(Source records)
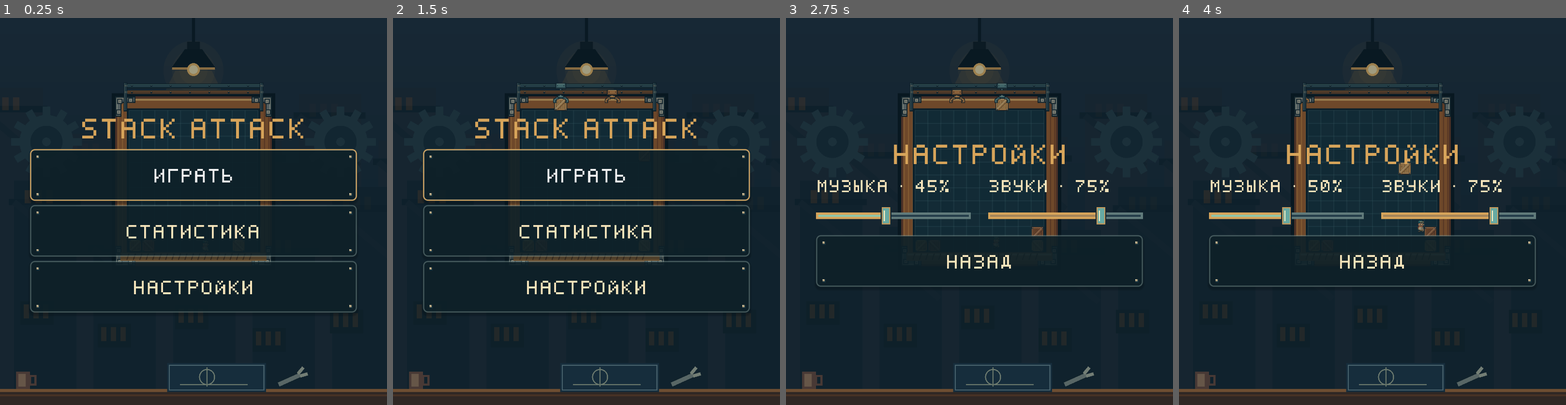
Above: before the commit, frames 1-4 (left to right).
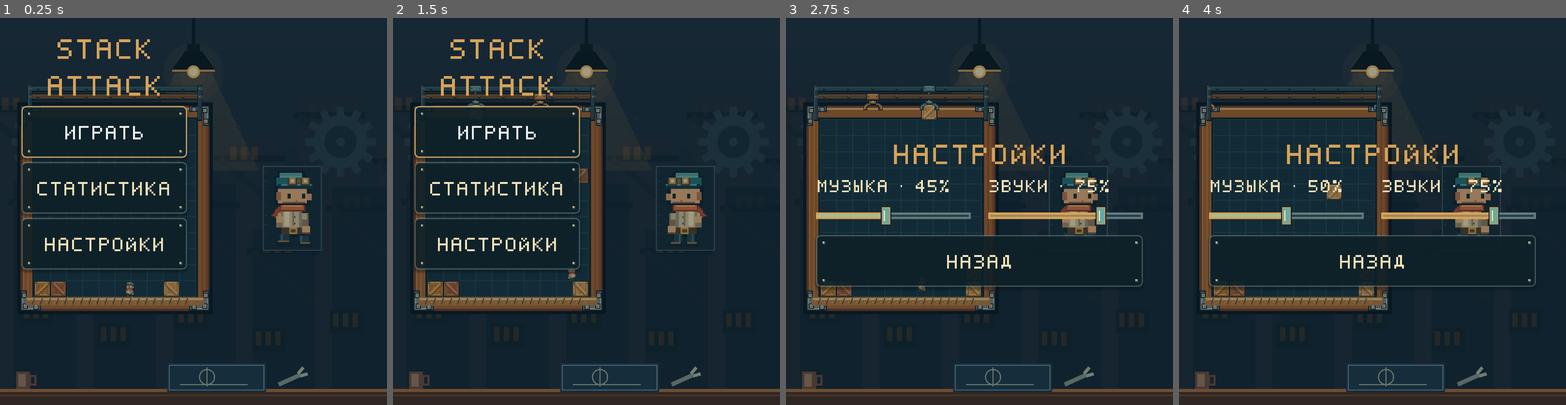
Above: after the commit, the same moments.

Repository: IlyasYOY/stack-attack
Game: Godot game, scene res://game/main.tscn
The game is run twice, just before and just after one commit, with the same random seed, the same clock (stepped at 60 frames per second) and the same inputs. Sound files missing from this copy of the repository are replaced by a short silence.
Inputs (mouse positions are in pixels of both pictures, inside the frame that each line leads up to):
- Up to frame 1 (0.25 s): no input
- Up to frame 2 (1.5 s): click "Статистика" at 0.5 s; click "Назад" at 1.25 s
- Up to frame 3 (2.75 s): click "Настройки" at 2 s
- Up to frame 4 (4 s): tap Enter at 2.75 s; move the mouse to (1457, 192) at 2.77 s; hold Right 2.78-3.5 s; tap E at 2.85 s; click (1457, 192) at 2.92 s; tap Space at 3.02 s; drag from (1295, 230) to (1353, 288) at 3.52 s

The runs differ from the first frame. In frame 1, 15% of the frame differs, in the area x 4-93%, y 5-77%; in frame 2, 15%; in frame 3, 11%; in frame 4, 11%.

Commit message:
Keep the equipment figure and field in place across menu and result screens

Diff:
--- a/game/main.gd
+++ b/game/main.gd
@@ -180,6 +180,9 @@
 	world.model = demo.model if _background_demo() else model
 	world._layout()
 	sound.music_player.volume_db = -5.0 if screen == "paused" else 0.0
+	for item in EQUIPMENT_VIEW.ICONS:
+		gear_counts[item] = EQUIPMENT_VIEW.build_hud(ui, item)
+	EQUIPMENT_VIEW.update_hud(gear_counts, world)
 	if world.active:
 		_build_hud()
 	if screen == "playing":
@@ -200,12 +203,8 @@
 		"over":
 			_heading(content, "Смена окончена")
 			_result_score(content)
-			var actions: Control = content
-			if _compact_panel() and _wide_panel():
-				actions = HBoxContainer.new()
-				content.add_child(actions)
-			_button(actions, "Играть снова", "again", _start_game)
-			_button(actions, "Главное меню", "home", func(): _show_screen("menu"))
+			_button(content, "Играть снова", "again", _start_game)
+			_button(content, "Главное меню", "home", func(): _show_screen("menu"))
 			if not profile.last_error.is_empty():
 				_text(content, profile.last_error, 12)
 		"statistics":
@@ -263,10 +262,26 @@
 		_center_panel()
 
 
+func _panel_area() -> Rect2:
+	if screen in ["menu", "over"]:
+		var below := ceilf(world.equipment_body.end.y + 12)
+		# Reserve the complete menu height even while its controls are being created.
+		var lower_height := 222 if _compact_panel() else 274
+		if size.y > size.x and size.y - below >= lower_height:
+			return Rect2(0, below, size.x, size.y - below)
+		var left_width := world.equipment_body.position.x - StackWorldView.BADGE_WIDTH - 8
+		# Keep the warehouse floor visible behind the menu and results.
+		var above_floor := clampf(world.field.end.y - world.cell, lower_height, size.y)
+		return Rect2(0, 0, left_width, above_floor)
+	return Rect2(Vector2.ZERO, size)
+
+
 func _panel_width() -> float:
 	if screen == "paused":
 		return minf(360, size.x - 32)
-	return minf(720 if _wide_panel() and screen != "menu" else 440, size.x - 32)
+	var margin := 16 if screen in ["menu", "over"] else 32
+	var max_width := 720 if _wide_panel() and screen != "menu" else 440
+	return minf(max_width, _panel_area().size.x - margin)
 
 
 func _result_score(parent: Control) -> void:
@@ -277,14 +292,15 @@
 	var available := _panel_width() - panel.get_theme_stylebox("panel").get_minimum_size().x - 8
 	var font := label.get_theme_font("font")
 	var font_size := label.get_theme_font_size("font_size")
-	while font_size > 20 and font.get_string_size(label.text, HORIZONTAL_ALIGNMENT_LEFT, -1, font_size).x > available:
+	while font_size > 12 and font.get_string_size(label.text, HORIZONTAL_ALIGNMENT_LEFT, -1, font_size).x > available:
 		font_size -= 1
 	label.add_theme_font_size_override("font_size", font_size)
 
 
 func _center_panel() -> void:
 	if panel != null:
-		var centered := ((size - panel.size) * 0.5).floor()
+		var centered := (_panel_area().get_center() - panel.size * 0.5).floor()
+		centered.y = maxf(centered.y, 0.0)
 		var below_hud := StackWorldView.HUD_CLEARANCE_Y
 		if screen == "paused" and size.y - panel.size.y >= below_hud + 6.0:
 			centered.y = maxf(centered.y, below_hud)
@@ -400,9 +416,6 @@
 	score_label.autowrap_mode = TextServer.AUTOWRAP_OFF
 	_update_hud_score()
 	ui.add_child(score_label)
-	for item in EQUIPMENT_VIEW.ICONS:
-		gear_counts[item] = EQUIPMENT_VIEW.build_hud(ui, item)
-	EQUIPMENT_VIEW.update_hud(gear_counts, world)
 	if screen == "playing":
 		pickup_button = EQUIPMENT_VIEW.build_swap(ui, func():
 			sound.unlock()
@@ -822,6 +835,7 @@
 	demo.advance(delta)
 	world.model = demo.model
 	world.axis = demo.axis
+	EQUIPMENT_VIEW.update_hud(gear_counts, world)
 	for event in demo.events:
 		match event.type:
 			"jump", "land", "over": sound.effect(str(event.type), false)
--- a/game/world_view.gd
+++ b/game/world_view.gd
@@ -99,9 +99,6 @@
 func _layout() -> void:
 	if model == null: return
 	var landscape := size.x > size.y
-	if not active:
-		_layout_background(landscape)
-		return
 	var button_width := clampf(floorf((size.x - 52.0) / 5.0), 48, 70)
 	var button_size := Vector2(button_width, 52 if landscape else 60)
 	var margin := 12.0
@@ -141,26 +138,6 @@
 		clampf(field.get_center().y - body_size.y * 0.5, HUD_CLEARANCE_Y + 8, bottom - body_size.y - 55)).round(), body_size)
 	_layout_rail(left, top, world_size, scale_to_view)
 
-func _layout_background(landscape: bool) -> void:
-	# Menu and result scenes retain their full-width workshop backdrop.
-	controls.clear()
-	var free_width := size.x - (268 if landscape else 36)
-	var free_height := size.y - (84 if landscape else 204)
-	cell = maxf(8, floorf(minf(free_width / model.tuning.columns, free_height / (model.tuning.rows + 2))))
-	var world_size := Vector2(model.tuning.columns, model.tuning.rows) * cell
-	var left := floorf((size.x - world_size.x) * 0.5)
-	var top := 60 + cell * 1.1
-	if landscape:
-		left = clampf(left, 168, maxf(168, size.x - 100 - world_size.x))
-	else:
-		top += maxf(0, (free_height - (model.tuning.rows + 2) * cell) * 0.4)
-	var scale_to_view := cell / PIXELS_PER_CELL
-	if left - 10 * scale_to_view < 138:
-		top = maxf(top, HUD_CLEARANCE_Y - CRANE_TOP * scale_to_view)
-	field = Rect2(Vector2(left, top), world_size)
-	_layout_rail(left, top, world_size, scale_to_view)
-
-
 func _layout_rail(left: float, top: float, world_size: Vector2, scale_to_view: float) -> void:
 	var rail_margin := clampf(10.0 * scale_to_view, 0.0, maxf(0.0, left - 3.0))
 	crane_rail = Rect2(Vector2(left - rail_margin, top + CRANE_TOP * scale_to_view),
@@ -290,8 +267,8 @@
 	_draw_scenery()
 	if model == null: return
 	_draw_warehouse()
+	_draw_equipment_body()
 	if active:
-		_draw_equipment_body()
 		_draw_controls()
 	if caption_life > 0.0 and active and model.state != "over":
 		var width := FONT.get_string_size(line_caption, HORIZONTAL_ALIGNMENT_LEFT, -1, 22).x
--- a/tests/test_game.gd
+++ b/tests/test_game.gd
@@ -1562,7 +1562,7 @@
 			for frame in range(4):
 				await process_frame
 			var viewport := Rect2(Vector2.ZERO, app.size)
-			check(viewport.encloses(app.panel.get_global_rect()), "%s panel must fit %s without scrolling" % [menu, dimensions])
+			check(viewport.encloses(app.panel.get_global_rect()), "%s panel %s must fit %s without scrolling" % [menu, app.panel.get_global_rect(), viewport])
 			check(app.panel.find_children("*", "ScrollContainer", true, false).is_empty(), "Menus must not contain a ScrollContainer")
 			for control in app.panel.find_children("*", "Control", true, false):
 				if control is Button:
@@ -1596,7 +1596,7 @@
 				await process_frame
 			var label: Label = app.panel.find_child("result_score", true, false)
 			check(label.horizontal_alignment == HORIZONTAL_ALIGNMENT_CENTER, "Result score must be horizontally centered")
-			check(absf(label.get_global_rect().get_center().x - app.size.x * 0.5) <= 1, "Result score layout must share the viewport's center")
+			check(absf(label.get_global_rect().get_center().x - app.panel.get_global_rect().get_center().x) <= 1, "Result score must be centered within its panel")
 			var text_width := label.get_theme_font("font").get_string_size(label.text, HORIZONTAL_ALIGNMENT_LEFT, -1, label.get_theme_font_size("font_size")).x
 			check(label.autowrap_mode == TextServer.AUTOWRAP_OFF and text_width <= label.size.x - 4, "Long result scores must fit on one centered line")
 			for id in ["again", "home"]:

**INSTRUCTIONS FOR THE TASK:**
Return the lines exactly as they stand, from the start of the entries through the line holding "Game: Godot game, scene res://game/main.tscn"; omit the pictures.

**YOUR RESPONSE:**
Above: before the commit, frames 1-4 (left to right).
Above: after the commit, the same moments.

Repository: IlyasYOY/stack-attack
Game: Godot game, scene res://game/main.tscn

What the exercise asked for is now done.